11. No License . Nothing in this Agreement is intended to grant any rights to the Consultant under any patent, copyright or other proprietary rights of the Company, nor shall this Agreement grant the Consultant any rights in or to Confidential Information except as expressly set forth herein.

12. Term . This Agreement shall survive the term of the Consulting Agreement and shall continue until such time as all Confidential Information disclosed hereunder becomes publicly known and made generally available through no action or inaction of the Consultant.

13. Miscellaneous . This Agreement shall bind and inure to the benefit of the parties hereto and their successors and assigns. This Agreement shall be governed by the laws of the State of California, without reference to conflict of laws principles.
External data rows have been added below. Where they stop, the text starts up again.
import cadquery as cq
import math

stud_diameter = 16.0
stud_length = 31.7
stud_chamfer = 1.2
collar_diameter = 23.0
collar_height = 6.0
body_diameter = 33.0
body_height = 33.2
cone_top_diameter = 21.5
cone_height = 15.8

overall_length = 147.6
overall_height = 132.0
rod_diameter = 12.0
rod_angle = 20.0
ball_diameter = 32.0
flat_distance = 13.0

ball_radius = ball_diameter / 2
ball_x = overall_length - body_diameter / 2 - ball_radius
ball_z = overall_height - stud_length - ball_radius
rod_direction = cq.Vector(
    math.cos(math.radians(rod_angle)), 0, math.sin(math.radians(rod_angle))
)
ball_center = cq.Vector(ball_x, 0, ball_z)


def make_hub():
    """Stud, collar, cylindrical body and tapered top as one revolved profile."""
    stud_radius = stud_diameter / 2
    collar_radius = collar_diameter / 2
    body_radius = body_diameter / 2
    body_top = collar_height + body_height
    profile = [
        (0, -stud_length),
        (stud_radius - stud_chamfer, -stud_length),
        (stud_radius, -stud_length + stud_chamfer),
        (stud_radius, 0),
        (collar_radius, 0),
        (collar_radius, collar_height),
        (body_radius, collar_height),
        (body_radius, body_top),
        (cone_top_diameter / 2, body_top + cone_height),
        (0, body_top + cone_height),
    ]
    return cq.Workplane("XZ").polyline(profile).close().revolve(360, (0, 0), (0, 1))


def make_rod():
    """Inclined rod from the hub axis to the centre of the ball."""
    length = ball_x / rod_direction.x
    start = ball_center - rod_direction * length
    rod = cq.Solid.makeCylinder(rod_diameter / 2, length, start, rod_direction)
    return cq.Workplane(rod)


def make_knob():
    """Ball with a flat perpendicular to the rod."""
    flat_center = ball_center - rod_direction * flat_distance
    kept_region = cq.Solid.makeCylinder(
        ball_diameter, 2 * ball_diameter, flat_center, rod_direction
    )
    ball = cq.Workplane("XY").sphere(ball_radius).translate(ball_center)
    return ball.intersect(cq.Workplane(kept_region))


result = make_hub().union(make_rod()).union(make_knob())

This document contains the entire agreement between the parties with respect to the subject matter hereof. Any failure to enforce any provision of this Agreement shall not constitute a waiver thereof or of any other provision hereof. This Agreement may not be amended, nor any obligation waived, except by a writing signed by both parties hereto.
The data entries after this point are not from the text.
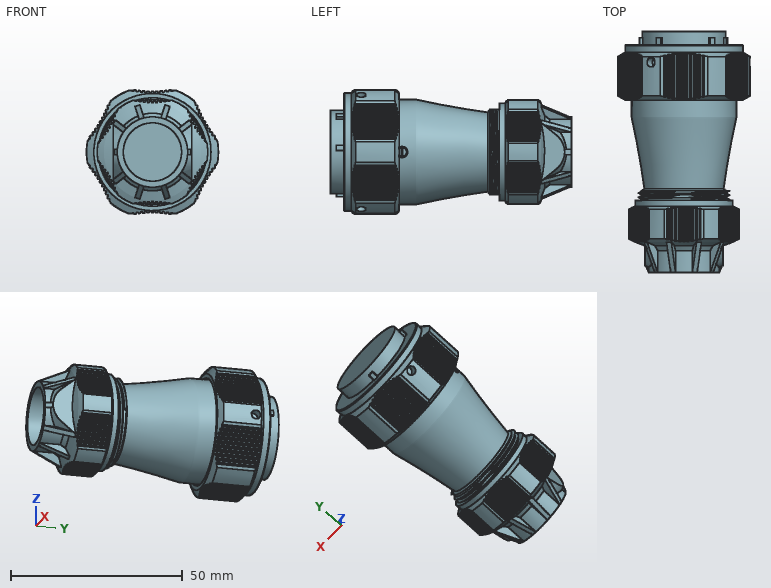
import cadquery as cq
import math


FLANGE_START = 3.85
NUT_START = 6.05
NUT_END = 20.0
BODY_CYLINDER_END = 24.9
TAPER_START = 25.35
TAPER_END = 45.85
THREAD_START = 46.4
GLAND_START = 49.2
GLAND_NUT_START = 50.8
GLAND_NUT_END = 61.35
CABLE_END = 70.2

SPIGOT_RADIUS = 12.2
FLANGE_RADIUS = 17.2
FLANGE_CHAMFER = 0.3
KEY_ANGLES = (15.5, 50.4, 124.5, 174.6, 270)
KEY_START = 1.75
KEY_RADIUS = 13.05
KEY_WIDTH = 1.55

BODY_RADIUS = 15.3
TAPER_START_RADIUS = 15.2
TAPER_MID_RADIUS = 13.2
TAPER_END_RADIUS = 11.6
MARK_STATION = 20.85
MARK_RADIUS = 1.6
MARK_LINE = 0.3
MARK_SLOT_WIDTH = 0.5
MARK_DEPTH = 0.2

THREAD_ROOT_RADIUS = 12.4
THREAD_CREST_RADIUS = 13.3
THREAD_PITCH = 1.25
THREAD_HALF_BASE = 0.55
THREAD_FLAT_HEIGHT = 12.4
THREAD_OVERLAP = 0.2

SIDES = 6
SIDE_ANGLE = 360 / SIDES
FACET_HALF_ANGLE = 9
GROOVE_DEPTH = 0.4
TOOTH_PEAK_RISE = 0.12
GROOVE_MOUTH_SHARE = 0.6
GROOVE_FLOOR_SHARE = 0.3
COUPLING_NUT_RADIUS = 19.2
COUPLING_NUT_END_RADIUS = 17.05
COUPLING_NUT_CHAMFER = 1.25
COUPLING_NUT_MID_HEIGHT = 17.7
COUPLING_NUT_GROOVES = 10
COUPLING_NUT_GROOVE_PITCH = 1.25
COUPLING_NUT_BORE_RADIUS = 15.8
COUPLING_NUT_BORE_DEPTH = 2.1
GLAND_NUT_RADIUS = 16.1
GLAND_NUT_END_RADIUS = 14.2
GLAND_NUT_CHAMFER = 1.0
GLAND_NUT_MID_HEIGHT = 14.8
GLAND_NUT_GROOVES = 9
GLAND_NUT_GROOVE_PITCH = 1.2
HOLE_STATION = 9.0
HOLE_DIAMETER = 2.7
HOLE_DEPTH = 3.15
HOLE_ANGLES = (0, 120, 240)

CLAMP_FLANGE_RADIUS = 14.25
SHOULDER_END = 62.4
SHOULDER_END_RADIUS = 11.3
TUBE_START = 63.9
TUBE_RADIUS = 10.25
BORE_RADIUS = 8.5
BORE_DEPTH = 6.0
BORE_FLARE_RADIUS = 9.05
BORE_FLARE_LENGTH = 1.05
PAD_RIB_ANGLE = 38
RIB_ANGLES = (0, PAD_RIB_ANGLE, 72, 108, 180 - PAD_RIB_ANGLE)
RIB_WIDTH = 1.5
FLAT_DISTANCE = 11.4
PAD_HALF_WIDTH = 8.55
PAD_LENGTH = 6.8
PAD_TIP_RADIUS = 6.3
PAD_SIDE_ANGLE = 39.3
PAD_DRAFT = 25
PAD_THICKNESS = 4.2


def section_at(station):
    """Workplane across the axis, extruding toward the cable end."""
    return cq.Workplane("XZ", origin=(0, -station, 0))


def disc(radius, start, end):
    return section_at(start).circle(radius).extrude(end - start)


def revolved(profile):
    """Turn a closed profile of (radius, Y) points about the axis."""
    return profile.close().revolve(360, (0, 0, 0), (0, 1, 0))


def turned_about_axis(solid, angle):
    """Turn from +X toward +Z by the angle."""
    return solid.rotate((0, 0, 0), (0, 1, 0), -angle)


def side_points(radius, mid_height, groove_count, pitch):
    """Points (across, height) of one knurled side, from right to left, between two corner facets.

    The teeth stand on a shallow parabolic hollow, lowest in the middle. Outside the last groove
    on either hand a plain strip runs level to the corner facet.
    """
    half_side = math.radians(SIDE_ANGLE / 2 - FACET_HALF_ANGLE)
    edge_across = radius * math.sin(half_side)
    edge_height = radius * math.cos(half_side)
    last_tooth = (groove_count - 2) / 2 * pitch
    last_groove = (groove_count - 1) / 2 * pitch
    half_mouth = pitch * GROOVE_MOUTH_SHARE / 2
    half_floor = pitch * GROOVE_FLOOR_SHARE / 2
    last_tooth_rise = edge_height - mid_height + TOOTH_PEAK_RISE

    def tooth_height(across):
        return mid_height + last_tooth_rise * (across / last_tooth) ** 2

    strip_end = last_groove + half_floor
    points = [(edge_across, edge_height), (strip_end, edge_height)]
    for i in range(groove_count):
        center = last_groove - i * pitch
        floor_height = tooth_height(center) - GROOVE_DEPTH
        if i > 0:
            points.append((center + half_mouth, tooth_height(center + half_mouth)))
        points.append((center + half_floor, floor_height))
        points.append((center - half_floor, floor_height))
        if i < groove_count - 1:
            points.append((center - half_mouth, tooth_height(center - half_mouth)))
    return points + [(-strip_end, edge_height), (-edge_across, edge_height)]


def turned_point(point, degrees):
    angle = math.radians(degrees)
    x, z = point
    return (x * math.cos(angle) - z * math.sin(angle), x * math.sin(angle) + z * math.cos(angle))


def knurled_nut(radius, end_radius, chamfer, start, end, mid_height, groove_count, pitch):
    side = side_points(radius, mid_height, groove_count, pitch)
    outline = section_at(start).moveTo(*side[0])
    for i in range(SIDES):
        turn = SIDE_ANGLE * i
        for point in side[1:]:
            outline = outline.lineTo(*turned_point(point, turn))
        corner = turned_point((0, radius), turn + SIDE_ANGLE / 2)
        next_side_start = turned_point(side[0], turn + SIDE_ANGLE)
        outline = outline.threePointArc(corner, next_side_start)
    prism = outline.close().extrude(end - start)
    envelope = revolved(
        cq.Workplane("XY")
        .moveTo(0, -start)
        .lineTo(end_radius, -start)
        .lineTo(radius, -start - chamfer)
        .lineTo(radius, -end + chamfer)
        .lineTo(end_radius, -end)
        .lineTo(0, -end)
    )
    return prism.intersect(envelope)


def mating_end():
    end = disc(SPIGOT_RADIUS, 0, NUT_START)
    end = end.union(disc(FLANGE_RADIUS, FLANGE_START, NUT_START).faces(">Y").chamfer(FLANGE_CHAMFER))
    for angle in KEY_ANGLES:
        key = section_at(KEY_START).rect(KEY_RADIUS, KEY_WIDTH).extrude(NUT_START - KEY_START)
        end = end.union(turned_about_axis(key.translate((KEY_RADIUS / 2, 0, 0)), angle))
    return end


def coupling_nut():
    nut = knurled_nut(
        COUPLING_NUT_RADIUS,
        COUPLING_NUT_END_RADIUS,
        COUPLING_NUT_CHAMFER,
        NUT_START,
        NUT_END,
        COUPLING_NUT_MID_HEIGHT,
        COUPLING_NUT_GROOVES,
        COUPLING_NUT_GROOVE_PITCH,
    )
    nut = nut.cut(disc(COUPLING_NUT_BORE_RADIUS, NUT_END - COUPLING_NUT_BORE_DEPTH, NUT_END))
    for angle in HOLE_ANGLES:
        hole = (
            cq.Workplane("YZ", origin=(COUPLING_NUT_RADIUS - HOLE_DEPTH, -HOLE_STATION, 0))
            .circle(HOLE_DIAMETER / 2)
            .extrude(2 * HOLE_DEPTH)
        )
        nut = nut.cut(turned_about_axis(hole, angle))
    return nut


def body():
    shell = revolved(
        cq.Workplane("XY")
        .moveTo(0, -NUT_START)
        .lineTo(BODY_RADIUS, -NUT_START)
        .lineTo(BODY_RADIUS, -BODY_CYLINDER_END)
        .lineTo(TAPER_START_RADIUS, -TAPER_START)
        .threePointArc((TAPER_MID_RADIUS, -(TAPER_START + TAPER_END) / 2), (TAPER_END_RADIUS, -TAPER_END))
        .lineTo(THREAD_ROOT_RADIUS, -THREAD_START)
        .lineTo(THREAD_ROOT_RADIUS, -GLAND_NUT_START)
        .lineTo(0, -GLAND_NUT_START)
    )
    mark_plane = cq.Workplane("YZ", origin=(-BODY_RADIUS - MARK_DEPTH, -MARK_STATION, 0))
    ring = mark_plane.circle(MARK_RADIUS).circle(MARK_RADIUS - MARK_LINE).extrude(2 * MARK_DEPTH)
    slot = mark_plane.rect(MARK_SLOT_WIDTH, 2 * MARK_RADIUS - MARK_LINE).extrude(2 * MARK_DEPTH)
    return shell.cut(ring).cut(slot)


def thread():
    """Helical ridge around the body, cut flat on its top and bottom."""
    length = GLAND_START - THREAD_START
    root = THREAD_ROOT_RADIUS - THREAD_OVERLAP
    helix = cq.Wire.makeHelix(THREAD_PITCH, length, root)
    ridge = (
        cq.Workplane("XZ")
        .moveTo(root, -THREAD_HALF_BASE)
        .lineTo(THREAD_CREST_RADIUS, 0)
        .lineTo(root, THREAD_HALF_BASE)
        .close()
        .sweep(cq.Workplane(obj=helix), isFrenet=True)
    )
    ridge = ridge.rotate((0, 0, 0), (1, 0, 0), 90).translate((0, -THREAD_START, 0))
    limits = (
        section_at(THREAD_START)
        .rect(4 * THREAD_CREST_RADIUS, 2 * THREAD_FLAT_HEIGHT)
        .extrude(GLAND_NUT_START - THREAD_START)
    )
    return ridge.intersect(limits)


def gland_nut():
    nut = knurled_nut(
        GLAND_NUT_RADIUS,
        GLAND_NUT_END_RADIUS,
        GLAND_NUT_CHAMFER,
        GLAND_NUT_START,
        GLAND_NUT_END,
        GLAND_NUT_MID_HEIGHT,
        GLAND_NUT_GROOVES,
        GLAND_NUT_GROOVE_PITCH,
    )
    return nut.union(disc(CLAMP_FLANGE_RADIUS, GLAND_START, GLAND_NUT_START))


def clamp_rib():
    return (
        cq.Workplane("XY")
        .moveTo(0, -GLAND_NUT_END)
        .lineTo(GLAND_NUT_END_RADIUS, -GLAND_NUT_END)
        .lineTo(TUBE_RADIUS, -CABLE_END)
        .lineTo(0, -CABLE_END)
        .close()
        .extrude(RIB_WIDTH / 2, both=True)
    )


def clamp_pad():
    """Flat-faced pad between two ribs on the +X side, with a rounded tip and drafted edges."""
    side = math.radians(PAD_SIDE_ANGLE)
    tip_center = -GLAND_NUT_END - PAD_LENGTH + PAD_TIP_RADIUS
    tangent_z = PAD_TIP_RADIUS * math.cos(side)
    tangent_y = tip_center - PAD_TIP_RADIUS * math.sin(side)
    root_y = tangent_y + (PAD_HALF_WIDTH - tangent_z) / math.tan(side)
    pad = (
        cq.Workplane("YZ", origin=(FLAT_DISTANCE, 0, 0))
        .moveTo(root_y, PAD_HALF_WIDTH)
        .lineTo(tangent_y, tangent_z)
        .threePointArc((tip_center - PAD_TIP_RADIUS, 0), (tangent_y, -tangent_z))
        .lineTo(root_y, -PAD_HALF_WIDTH)
        .close()
        .extrude(-PAD_THICKNESS, taper=-PAD_DRAFT)
    )
    rib_angle = math.radians(PAD_RIB_ANGLE)
    sector_tip = RIB_WIDTH / 2 / math.sin(rib_angle)
    sector_half_width = (FLAT_DISTANCE - sector_tip) * math.tan(rib_angle)
    sector = (
        section_at(GLAND_NUT_START)
        .polyline([(sector_tip, 0), (FLAT_DISTANCE, sector_half_width), (FLAT_DISTANCE, -sector_half_width)])
        .close()
        .extrude(CABLE_END - GLAND_NUT_START)
    )
    return pad.intersect(sector)


def cable_bore():
    """Blind bore that flares outward at its floor."""
    flare_start = -CABLE_END + BORE_DEPTH
    return revolved(
        cq.Workplane("XY")
        .moveTo(0, -CABLE_END)
        .lineTo(BORE_RADIUS, -CABLE_END)
        .lineTo(BORE_RADIUS, flare_start)
        .lineTo(BORE_FLARE_RADIUS, flare_start + BORE_FLARE_LENGTH)
        .lineTo(0, flare_start + BORE_FLARE_LENGTH)
    )


def cable_clamp():
    clamp = revolved(
        cq.Workplane("XY")
        .moveTo(0, -GLAND_NUT_END)
        .lineTo(GLAND_NUT_END_RADIUS, -GLAND_NUT_END)
        .lineTo(SHOULDER_END_RADIUS, -SHOULDER_END)
        .lineTo(TUBE_RADIUS, -TUBE_START)
        .lineTo(TUBE_RADIUS, -CABLE_END)
        .lineTo(0, -CABLE_END)
    )
    pad = clamp_pad()
    ribs = pad.union(pad.mirror("YZ"))
    for angle in RIB_ANGLES:
        ribs = ribs.union(turned_about_axis(clamp_rib(), angle))
        ribs = ribs.union(turned_about_axis(clamp_rib(), angle + 180))
    rib_limits = (
        section_at(GLAND_NUT_END).rect(2 * FLAT_DISTANCE, 2 * GLAND_NUT_RADIUS).extrude(CABLE_END - GLAND_NUT_END)
    )
    clamp = clamp.union(ribs.intersect(rib_limits))
    return clamp.cut(cable_bore())


result = mating_end()
for feature in (coupling_nut(), body(), thread(), gland_nut(), cable_clamp()):
    result = result.union(feature)

IN WITNESS WHEREOF, the parties hereto have executed or caused their duly authorized officers to execute this Agreement as of the date first above written.

 

BIOLARGO, INC. (“COMPANY”)

By  

/s/ Dennis Calvert

  Dennis Calvert
Title:   Chief Executive Officer
“CONSULTANT”

/s/ Robert J. Szolomayer


Appendix B

DEFINITION OF ACCREDITED INVESTOR

An “accredited investor” is defined by Rule 501(a) of Regulation D as:

1. Any bank as defined in section 3(a)(2) of the Act whether acting in its individual or fiduciary capacity; insurance company as defined in section 2(13) of the Act; investment company registered under the Investment Company Act of 1940 or a business development company as defined in section 2(a)(48) of that Act; Small Business Investment Company licensed by the U.S. Small Business Administration under section 301(c) or (d) of the Small Business Investment Act of 1958; employee benefit plan within the meaning of Title I of the Employee Retirement Income Security Act of 1974, if the investment decision is made by a plan fiduciary, as defined in section 3(21) of such Act, which is either a bank, insurance company, or registered investment adviser, or if the employee benefit plan has total assets in excess of $5,000,000;

2. Any private business development company as defined in section 202(a)(22) of the Investment Advisers Act of 1940;

3. Any organization described in Section 501(c)(3) of the Internal Revenue Code with total assets in excess of $5,000,000;

4. Any director, executive officer, or general partner of the issuer of the securities being offered or sold, or any director, executive officer, or general partner of a general partner of that issuer;

5. Any natural person whose individual net worth, or joint net worth with that person’s spouse, at the time of his or her purchase exceeds $1,000,000;

6. Any natural person who had an individual income in excess of $200,000 in each of the two most recent years and who reasonably expects an income in excess of $200,000 in the current year or joint income with that person’s spouse in excess of $300,000 in each of those years and who reasonably expects reaching the same income level in the current year; and

7. Any entity in which all of the equity owners are Accredited Investors under paragraph (a) (1), (2), (3), (4), (6), or (7) of Rule 501.